Macroscopic entanglement of many-magnon states

We study macroscopic entanglement of various pure states of a one-dimensional N-spin system with N⪢1. Here, a quantum state is said to be macroscopically entangled if it is a superposition of macroscopically distinct states. To judge whether such superposition is hidden in a general state, we use an essentially unique index p: A pure state is macroscopically entangled if p=2, whereas it may be entangled but not macroscopically if p<2. This index is directly related to fundamental stabilities of many-body states. We calculate the index p for various states in which magnons are excited with various densities and wave numbers. We find macroscopically entangled states (p=2) as well as states with p=1. The former states are unstable in the sense that they are unstable against some local measurements. On the other hand, the latter states are stable in the senses that they are stable against any local measurements and that their decoherence rates never exceed O(N) in any weak classical noises.
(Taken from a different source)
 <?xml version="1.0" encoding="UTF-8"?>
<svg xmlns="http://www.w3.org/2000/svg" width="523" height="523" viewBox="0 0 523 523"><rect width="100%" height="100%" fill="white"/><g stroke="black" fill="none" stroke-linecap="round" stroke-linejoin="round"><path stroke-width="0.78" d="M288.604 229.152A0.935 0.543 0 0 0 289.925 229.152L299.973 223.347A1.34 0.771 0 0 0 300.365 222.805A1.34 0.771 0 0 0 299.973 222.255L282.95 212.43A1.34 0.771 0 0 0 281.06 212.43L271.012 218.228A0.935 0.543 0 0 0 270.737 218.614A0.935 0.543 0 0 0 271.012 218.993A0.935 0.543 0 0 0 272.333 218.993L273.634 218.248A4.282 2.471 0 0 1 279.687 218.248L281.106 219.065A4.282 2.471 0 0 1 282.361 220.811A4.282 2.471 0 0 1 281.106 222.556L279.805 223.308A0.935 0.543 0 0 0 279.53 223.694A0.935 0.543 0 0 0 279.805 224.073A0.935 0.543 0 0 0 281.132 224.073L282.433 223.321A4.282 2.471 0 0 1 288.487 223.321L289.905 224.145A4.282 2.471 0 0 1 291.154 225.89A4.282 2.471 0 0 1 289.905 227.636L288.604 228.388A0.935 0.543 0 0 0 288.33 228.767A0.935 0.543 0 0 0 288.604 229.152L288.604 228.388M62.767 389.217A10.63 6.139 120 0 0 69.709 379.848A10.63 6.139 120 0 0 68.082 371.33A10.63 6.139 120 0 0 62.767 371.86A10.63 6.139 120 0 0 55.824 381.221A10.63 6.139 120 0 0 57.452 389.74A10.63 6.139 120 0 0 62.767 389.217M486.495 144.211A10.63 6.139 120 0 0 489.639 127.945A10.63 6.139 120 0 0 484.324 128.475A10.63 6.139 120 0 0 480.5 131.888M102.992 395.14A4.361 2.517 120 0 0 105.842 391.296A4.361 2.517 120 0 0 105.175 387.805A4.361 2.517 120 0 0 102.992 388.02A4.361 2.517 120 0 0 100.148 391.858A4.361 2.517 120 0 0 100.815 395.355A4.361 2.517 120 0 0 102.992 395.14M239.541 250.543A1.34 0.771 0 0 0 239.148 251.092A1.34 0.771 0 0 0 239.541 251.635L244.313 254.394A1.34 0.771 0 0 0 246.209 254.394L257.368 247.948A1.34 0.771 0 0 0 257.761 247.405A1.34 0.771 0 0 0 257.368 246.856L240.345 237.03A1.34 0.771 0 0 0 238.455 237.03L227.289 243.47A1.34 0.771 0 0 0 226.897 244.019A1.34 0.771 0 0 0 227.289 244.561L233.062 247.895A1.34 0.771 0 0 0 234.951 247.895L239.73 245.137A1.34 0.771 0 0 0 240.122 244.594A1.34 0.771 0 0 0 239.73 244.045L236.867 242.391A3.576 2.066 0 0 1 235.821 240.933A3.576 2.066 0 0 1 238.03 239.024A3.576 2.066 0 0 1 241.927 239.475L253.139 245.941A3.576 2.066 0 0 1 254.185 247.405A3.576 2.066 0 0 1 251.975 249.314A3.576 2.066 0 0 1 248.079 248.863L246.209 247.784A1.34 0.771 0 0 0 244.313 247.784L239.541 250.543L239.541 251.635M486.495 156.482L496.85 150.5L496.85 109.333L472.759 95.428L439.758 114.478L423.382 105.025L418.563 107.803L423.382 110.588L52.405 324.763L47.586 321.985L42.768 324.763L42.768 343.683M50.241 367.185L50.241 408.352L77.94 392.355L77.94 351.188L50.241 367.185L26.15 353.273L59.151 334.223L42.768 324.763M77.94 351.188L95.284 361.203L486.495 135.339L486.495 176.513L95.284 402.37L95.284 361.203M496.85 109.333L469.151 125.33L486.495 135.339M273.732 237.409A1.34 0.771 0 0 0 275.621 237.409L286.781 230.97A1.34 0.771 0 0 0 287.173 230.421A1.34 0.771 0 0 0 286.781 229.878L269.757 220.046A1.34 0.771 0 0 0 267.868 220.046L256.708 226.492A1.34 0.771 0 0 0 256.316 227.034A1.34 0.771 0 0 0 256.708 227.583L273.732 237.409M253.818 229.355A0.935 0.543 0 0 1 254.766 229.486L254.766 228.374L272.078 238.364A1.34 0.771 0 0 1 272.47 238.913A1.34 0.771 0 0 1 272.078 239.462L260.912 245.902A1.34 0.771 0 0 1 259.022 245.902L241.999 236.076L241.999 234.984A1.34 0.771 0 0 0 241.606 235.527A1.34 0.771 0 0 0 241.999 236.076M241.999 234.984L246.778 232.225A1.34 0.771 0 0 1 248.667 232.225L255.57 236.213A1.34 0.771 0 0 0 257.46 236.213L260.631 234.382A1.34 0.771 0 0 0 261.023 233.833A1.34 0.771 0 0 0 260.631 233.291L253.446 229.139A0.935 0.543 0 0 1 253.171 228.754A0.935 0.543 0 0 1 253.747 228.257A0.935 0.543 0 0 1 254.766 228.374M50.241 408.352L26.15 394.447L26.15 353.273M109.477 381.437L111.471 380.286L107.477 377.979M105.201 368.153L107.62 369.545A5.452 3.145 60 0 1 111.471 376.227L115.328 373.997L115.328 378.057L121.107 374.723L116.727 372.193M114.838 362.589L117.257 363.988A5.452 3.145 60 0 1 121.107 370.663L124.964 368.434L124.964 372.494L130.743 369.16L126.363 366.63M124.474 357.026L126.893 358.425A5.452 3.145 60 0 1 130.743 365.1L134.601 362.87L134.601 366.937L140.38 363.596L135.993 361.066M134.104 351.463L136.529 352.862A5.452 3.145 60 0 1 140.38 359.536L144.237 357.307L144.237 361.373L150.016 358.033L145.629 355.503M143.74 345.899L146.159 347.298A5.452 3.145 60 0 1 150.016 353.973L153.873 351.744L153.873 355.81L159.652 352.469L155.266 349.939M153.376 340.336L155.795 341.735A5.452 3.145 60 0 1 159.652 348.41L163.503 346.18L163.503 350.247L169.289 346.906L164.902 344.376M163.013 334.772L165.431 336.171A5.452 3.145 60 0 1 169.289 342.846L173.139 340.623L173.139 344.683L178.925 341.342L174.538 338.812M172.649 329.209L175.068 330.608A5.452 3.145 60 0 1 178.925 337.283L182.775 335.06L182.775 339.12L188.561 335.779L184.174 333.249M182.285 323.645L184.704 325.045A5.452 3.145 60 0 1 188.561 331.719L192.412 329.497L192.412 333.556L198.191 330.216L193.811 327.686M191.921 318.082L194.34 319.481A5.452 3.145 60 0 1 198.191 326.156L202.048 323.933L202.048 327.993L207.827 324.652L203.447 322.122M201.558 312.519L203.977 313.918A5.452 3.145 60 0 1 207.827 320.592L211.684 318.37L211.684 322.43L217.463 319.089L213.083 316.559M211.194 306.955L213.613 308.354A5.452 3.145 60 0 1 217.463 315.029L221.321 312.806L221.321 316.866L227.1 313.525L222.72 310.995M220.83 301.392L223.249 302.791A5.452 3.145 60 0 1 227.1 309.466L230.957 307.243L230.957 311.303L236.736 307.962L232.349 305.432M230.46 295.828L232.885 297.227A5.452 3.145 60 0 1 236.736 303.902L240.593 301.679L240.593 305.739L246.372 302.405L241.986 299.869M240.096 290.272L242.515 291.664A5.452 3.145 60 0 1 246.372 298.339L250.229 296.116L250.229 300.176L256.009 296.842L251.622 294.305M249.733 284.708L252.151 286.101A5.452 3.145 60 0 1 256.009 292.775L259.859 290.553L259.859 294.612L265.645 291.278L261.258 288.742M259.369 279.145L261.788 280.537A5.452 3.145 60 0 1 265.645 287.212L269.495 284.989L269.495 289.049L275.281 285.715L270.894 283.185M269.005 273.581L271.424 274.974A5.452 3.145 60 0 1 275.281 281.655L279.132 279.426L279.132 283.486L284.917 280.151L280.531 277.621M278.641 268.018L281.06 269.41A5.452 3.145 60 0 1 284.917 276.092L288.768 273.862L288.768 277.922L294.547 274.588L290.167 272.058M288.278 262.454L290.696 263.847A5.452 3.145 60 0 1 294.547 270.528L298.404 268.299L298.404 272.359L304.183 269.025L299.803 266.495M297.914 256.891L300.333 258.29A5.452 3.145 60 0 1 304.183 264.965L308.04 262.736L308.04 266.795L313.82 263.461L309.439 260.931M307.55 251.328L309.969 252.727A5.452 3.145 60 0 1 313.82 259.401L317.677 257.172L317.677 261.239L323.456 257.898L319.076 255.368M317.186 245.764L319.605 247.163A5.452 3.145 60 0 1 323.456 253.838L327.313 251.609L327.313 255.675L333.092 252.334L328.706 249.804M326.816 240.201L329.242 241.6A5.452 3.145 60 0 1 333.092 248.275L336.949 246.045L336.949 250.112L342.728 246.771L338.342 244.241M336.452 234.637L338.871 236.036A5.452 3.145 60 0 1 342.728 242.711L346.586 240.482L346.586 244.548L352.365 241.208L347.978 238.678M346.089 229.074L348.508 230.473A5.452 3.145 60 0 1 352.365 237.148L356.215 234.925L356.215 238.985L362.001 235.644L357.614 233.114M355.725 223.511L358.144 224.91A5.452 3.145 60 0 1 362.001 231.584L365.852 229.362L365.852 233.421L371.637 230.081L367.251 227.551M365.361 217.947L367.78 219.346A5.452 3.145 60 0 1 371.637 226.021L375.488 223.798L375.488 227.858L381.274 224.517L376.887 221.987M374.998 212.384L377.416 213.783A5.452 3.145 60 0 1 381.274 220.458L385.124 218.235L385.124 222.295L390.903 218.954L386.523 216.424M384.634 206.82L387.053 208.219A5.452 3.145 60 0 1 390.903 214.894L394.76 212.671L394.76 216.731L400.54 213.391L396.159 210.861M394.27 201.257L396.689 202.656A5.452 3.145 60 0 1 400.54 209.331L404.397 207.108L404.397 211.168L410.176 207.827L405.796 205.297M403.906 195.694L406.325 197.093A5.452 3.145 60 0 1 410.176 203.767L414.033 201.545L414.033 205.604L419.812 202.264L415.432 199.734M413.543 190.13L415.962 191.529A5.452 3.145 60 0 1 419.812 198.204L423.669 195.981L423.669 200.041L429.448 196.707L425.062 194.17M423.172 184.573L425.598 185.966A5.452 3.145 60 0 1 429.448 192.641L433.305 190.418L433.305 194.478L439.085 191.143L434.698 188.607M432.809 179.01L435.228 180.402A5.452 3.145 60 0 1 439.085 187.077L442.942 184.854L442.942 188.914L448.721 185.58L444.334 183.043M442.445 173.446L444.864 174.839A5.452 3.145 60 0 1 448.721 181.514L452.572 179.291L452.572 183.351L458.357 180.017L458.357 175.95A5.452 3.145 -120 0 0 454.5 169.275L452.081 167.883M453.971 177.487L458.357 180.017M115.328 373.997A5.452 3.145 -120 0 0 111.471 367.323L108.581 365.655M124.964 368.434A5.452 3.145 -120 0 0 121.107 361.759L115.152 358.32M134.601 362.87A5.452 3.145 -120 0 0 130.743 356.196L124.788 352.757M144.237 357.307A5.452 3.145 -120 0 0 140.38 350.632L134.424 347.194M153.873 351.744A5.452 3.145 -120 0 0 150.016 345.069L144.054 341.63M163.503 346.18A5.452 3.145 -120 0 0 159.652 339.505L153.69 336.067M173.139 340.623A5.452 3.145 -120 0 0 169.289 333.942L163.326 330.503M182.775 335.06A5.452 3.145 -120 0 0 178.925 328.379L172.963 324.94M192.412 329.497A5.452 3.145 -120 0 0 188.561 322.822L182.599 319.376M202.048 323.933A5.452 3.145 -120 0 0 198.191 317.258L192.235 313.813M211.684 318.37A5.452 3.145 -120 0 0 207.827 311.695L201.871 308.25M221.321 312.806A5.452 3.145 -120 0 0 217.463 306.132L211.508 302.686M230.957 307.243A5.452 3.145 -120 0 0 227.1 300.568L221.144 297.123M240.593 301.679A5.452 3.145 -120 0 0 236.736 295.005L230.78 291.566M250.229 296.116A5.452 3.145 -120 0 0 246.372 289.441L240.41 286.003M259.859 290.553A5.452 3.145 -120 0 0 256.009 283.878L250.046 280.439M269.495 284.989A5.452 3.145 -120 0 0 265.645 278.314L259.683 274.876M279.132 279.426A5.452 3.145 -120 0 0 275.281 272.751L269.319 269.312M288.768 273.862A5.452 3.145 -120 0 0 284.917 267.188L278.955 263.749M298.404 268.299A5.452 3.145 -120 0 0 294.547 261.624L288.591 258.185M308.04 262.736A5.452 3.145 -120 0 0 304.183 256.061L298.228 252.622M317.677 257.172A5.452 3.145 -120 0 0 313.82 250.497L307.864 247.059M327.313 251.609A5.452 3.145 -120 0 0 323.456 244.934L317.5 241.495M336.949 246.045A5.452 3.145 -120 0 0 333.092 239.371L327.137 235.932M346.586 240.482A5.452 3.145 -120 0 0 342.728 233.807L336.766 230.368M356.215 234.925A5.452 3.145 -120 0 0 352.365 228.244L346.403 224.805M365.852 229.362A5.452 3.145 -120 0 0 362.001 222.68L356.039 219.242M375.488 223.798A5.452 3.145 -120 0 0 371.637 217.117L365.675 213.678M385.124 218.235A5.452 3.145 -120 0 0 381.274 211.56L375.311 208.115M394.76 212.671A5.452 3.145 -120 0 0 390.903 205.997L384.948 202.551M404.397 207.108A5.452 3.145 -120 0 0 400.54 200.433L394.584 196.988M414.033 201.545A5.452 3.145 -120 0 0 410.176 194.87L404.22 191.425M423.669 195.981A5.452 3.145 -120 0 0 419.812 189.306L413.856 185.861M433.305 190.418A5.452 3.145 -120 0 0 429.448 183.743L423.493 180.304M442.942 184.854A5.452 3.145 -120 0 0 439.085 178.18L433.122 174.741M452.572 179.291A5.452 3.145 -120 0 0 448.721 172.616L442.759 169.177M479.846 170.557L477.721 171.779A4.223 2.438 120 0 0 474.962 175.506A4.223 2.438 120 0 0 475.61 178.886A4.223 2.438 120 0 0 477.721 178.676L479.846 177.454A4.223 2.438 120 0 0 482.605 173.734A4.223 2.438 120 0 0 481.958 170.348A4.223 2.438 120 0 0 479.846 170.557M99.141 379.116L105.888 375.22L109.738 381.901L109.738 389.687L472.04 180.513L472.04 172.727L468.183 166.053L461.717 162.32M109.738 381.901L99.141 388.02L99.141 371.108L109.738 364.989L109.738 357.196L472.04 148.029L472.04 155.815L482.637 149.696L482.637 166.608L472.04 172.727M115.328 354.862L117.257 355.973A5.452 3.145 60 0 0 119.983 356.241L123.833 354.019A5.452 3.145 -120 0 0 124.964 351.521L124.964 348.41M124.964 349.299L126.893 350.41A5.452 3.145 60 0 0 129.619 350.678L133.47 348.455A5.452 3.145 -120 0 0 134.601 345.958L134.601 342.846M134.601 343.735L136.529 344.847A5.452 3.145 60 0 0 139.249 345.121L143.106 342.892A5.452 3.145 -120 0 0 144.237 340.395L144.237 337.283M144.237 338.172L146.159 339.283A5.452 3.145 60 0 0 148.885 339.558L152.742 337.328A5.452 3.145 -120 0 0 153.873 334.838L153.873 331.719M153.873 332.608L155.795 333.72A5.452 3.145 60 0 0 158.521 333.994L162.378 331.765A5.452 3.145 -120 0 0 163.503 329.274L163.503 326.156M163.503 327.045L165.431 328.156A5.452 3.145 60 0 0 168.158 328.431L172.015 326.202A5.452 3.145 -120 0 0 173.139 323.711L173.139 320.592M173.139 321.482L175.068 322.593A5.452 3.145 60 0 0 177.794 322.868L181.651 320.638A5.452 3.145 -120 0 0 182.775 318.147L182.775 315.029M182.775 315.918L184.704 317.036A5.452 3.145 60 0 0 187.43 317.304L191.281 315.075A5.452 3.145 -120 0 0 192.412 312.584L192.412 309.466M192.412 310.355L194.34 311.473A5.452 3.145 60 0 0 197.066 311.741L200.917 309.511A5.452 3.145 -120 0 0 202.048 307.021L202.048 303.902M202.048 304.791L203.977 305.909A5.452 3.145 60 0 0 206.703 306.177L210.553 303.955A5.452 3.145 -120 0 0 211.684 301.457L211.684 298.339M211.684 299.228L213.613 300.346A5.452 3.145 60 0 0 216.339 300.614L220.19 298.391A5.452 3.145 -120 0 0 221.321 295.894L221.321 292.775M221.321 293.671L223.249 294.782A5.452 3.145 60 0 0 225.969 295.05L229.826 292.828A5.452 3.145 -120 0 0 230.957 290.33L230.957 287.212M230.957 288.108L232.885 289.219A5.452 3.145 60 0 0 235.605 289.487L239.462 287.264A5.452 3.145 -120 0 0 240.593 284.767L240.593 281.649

For comparison, we also calculate the von Neumann entropy S_N∕2(N) of a subsystem composed of N∕2 spins as a measure of bipartite entanglement. We find that S_N∕2(N) of some states with p=1 is of the same order of magnitude as the maximum value N∕2. On the other hand, S_N∕2(N) of the macroscopically entangled states with p=2 is as small as O(log N)⪡N∕2. Therefore larger S_N∕2(N) does not mean more instability. We also point out that these results are partly analogous to those for interacting many bosons. Furthermore, the origin of the huge entanglement, as measured either by p or S_N∕2(N), is discussed to be due to spatial propagation of magnons.